As I reflect in early retirement on my years of practice, I am a little surprised that I am losing the names of many of my patients. I saw thousands of patients in more than a hundred thousand office visits and stood at the bedsides of thousands more in hundreds of tours of duty as the hospital-based cardiologist on call for my practice; but now, without the refresher of a recent visit, even some of the most active patients are becoming a memory without a name. It is interesting to me that I can still see a patient’s face and EKG in my mind’s eye and relate minute details of their history but not have a name to go with the collection of stored data.

Losing names is not what disturbs me most as I think back over my years of practice. What disturbs me most are all of the opportunities I lost, even after I had decided to try to be a part of the solution, to make a meaningful contribution to the improvement of patient care.

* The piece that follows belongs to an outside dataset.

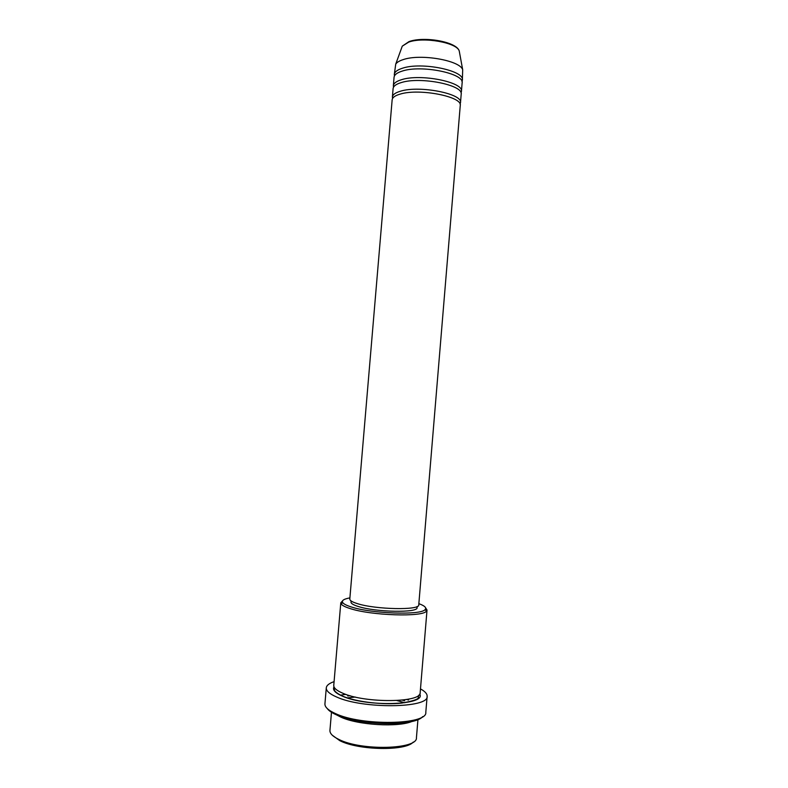 <?xml version="1.0" encoding="UTF-8"?>
<svg xmlns="http://www.w3.org/2000/svg" width="788" height="788" viewBox="0 0 788 788"><rect width="100%" height="100%" fill="white"/><g stroke="black" fill="none" stroke-linecap="round" stroke-linejoin="round"><path stroke-width="1.18" d="M400.304 94.067C395.133 95.545 392.414 97.466 392.148 99.84L349.803 599.087C349.744 600.515 352.206 602.002 357.181 603.559C375.403 609.607 420.191 610.424 418.753 604.879L460.251 105.562C462.861 96.678 419.305 88.108 400.304 94.067M460.044 104.124L460.488 102.745C463.108 93.782 419.551 85.163 400.55 91.191C395.379 92.688 392.66 94.629 392.394 97.022L392.591 98.461M460.488 102.745L461.187 94.294C463.827 85.094 420.29 76.347 401.279 82.573C396.108 84.119 393.379 86.119 393.104 88.571L392.394 97.022M461 92.866L461.423 91.477C464.063 82.198 420.546 73.402 401.525 79.696C396.344 81.263 393.626 83.282 393.35 85.754L393.527 87.192M461.423 91.477L462.123 83.026C464.792 73.511 421.284 64.586 402.254 71.078C397.073 72.693 394.345 74.771 394.059 77.313L393.35 85.754M461.955 81.607L462.359 80.209C465.028 70.615 421.531 61.651 402.491 68.211C397.31 69.846 394.581 71.935 394.305 74.496L394.463 75.934M413.257 742.06C405.978 751.181 358.599 750.432 339.795 740.661L332.339 735.263M331.482 712.263L329.936 730.417C329.748 733.431 332.684 736.416 338.741 739.371C361.15 751.053 417.985 749.457 416.438 737.676L417.945 719.523M349.902 597.885C343.844 598.979 341.46 600.555 342.731 602.623C343.755 604.022 346.553 605.45 351.133 606.908C371.296 613.724 421.501 615.389 425.136 609.538C426.732 607.715 424.643 605.765 418.852 603.667M425.609 607.834L427.017 610.05L426.446 611.163C422.742 617.27 370.695 615.576 349.842 608.464C345.105 606.957 342.219 605.47 341.165 604.002L340.79 602.81L342.553 600.86M422.663 716.617C415.059 726.635 358.402 725.6 336.161 714.726C331.768 712.746 328.813 710.707 327.306 708.619M326.291 687.835L324.932 703.822C324.725 707.013 328.113 710.205 335.097 713.416C361.2 726.181 427.845 724.921 425.806 712.293L427.135 696.306C429.224 708.254 362.638 709.141 336.496 696.947C329.502 693.893 326.104 690.849 326.291 687.835C326.587 685.373 329.187 683.314 334.082 681.64M412.203 721.355C398.383 727.56 357.506 725.118 340.633 717.001L336.831 715.021M427.017 610.05L420.171 692.622C421.856 702.758 365.159 703.448 342.662 693.164C336.584 690.554 333.619 687.954 333.767 685.373L340.79 602.81M417.167 606.494L417.079 607.627C418.428 613.025 375.561 612.286 358.087 606.435C353.3 604.918 350.936 603.47 350.995 602.081L351.093 600.948M420.477 688.899C425.027 691.362 427.254 693.824 427.135 696.306M462.359 80.209L462.684 69.718C460.025 60.38 420.477 53.505 403.22 59.602C399.437 60.804 396.935 62.301 395.734 64.094L394.305 74.496M395.783 724.576L392.079 723.67M356.294 720.665L352.482 720.931M347.715 695.981L350.177 695.735M402.264 700.108L404.648 700.768M408.539 700.03L406.785 699.488M345.824 694.366L344.001 694.612M343.686 694.661L340.367 695.213M459.562 52.766L459.227 50.925C456.853 42.582 423.442 36.632 408.716 42.109L402.274 46.147L401.634 47.901M404.746 702.758L396.994 700.552M355.299 697.045L347.291 697.932M419.689 694.041C426.919 705.24 366.627 707.289 342.406 696.139C335.127 692.947 332.329 689.845 334.004 686.84M395.734 64.094L402.274 46.147L409.011 41.606C423.846 36.09 456.488 41.636 459.227 50.925L462.684 69.718M425.136 609.538L426.446 611.163M411.631 721.493C398.107 727.442 357.279 725.068 340.731 716.981L337.372 715.258M399.979 701.35L396.906 700.552M355.388 697.065L352.216 697.331M418.694 695.203L418.261 697.794C418.034 699.35 412.577 701.113 401.88 703.083C383.707 705.191 355.88 701.901 342.534 696.109C333.038 691.588 334.388 689.205 334.447 689.392L334.792 688.151M342.731 602.623L341.165 604.002"/></g></svg>

What really disturbs me is how hard it was to work in an environment of waste before the advent of Lean.  As hard as that was, it has been even harder to break out of the environment of waste.

The biggest waste, the one that bothers me most in retrospect, was the time I could have spent doing for patients what I alone could do instead of spending that time on tasks that a poorly engineered system required me to do but that could have been done much more efficiently by another staff member.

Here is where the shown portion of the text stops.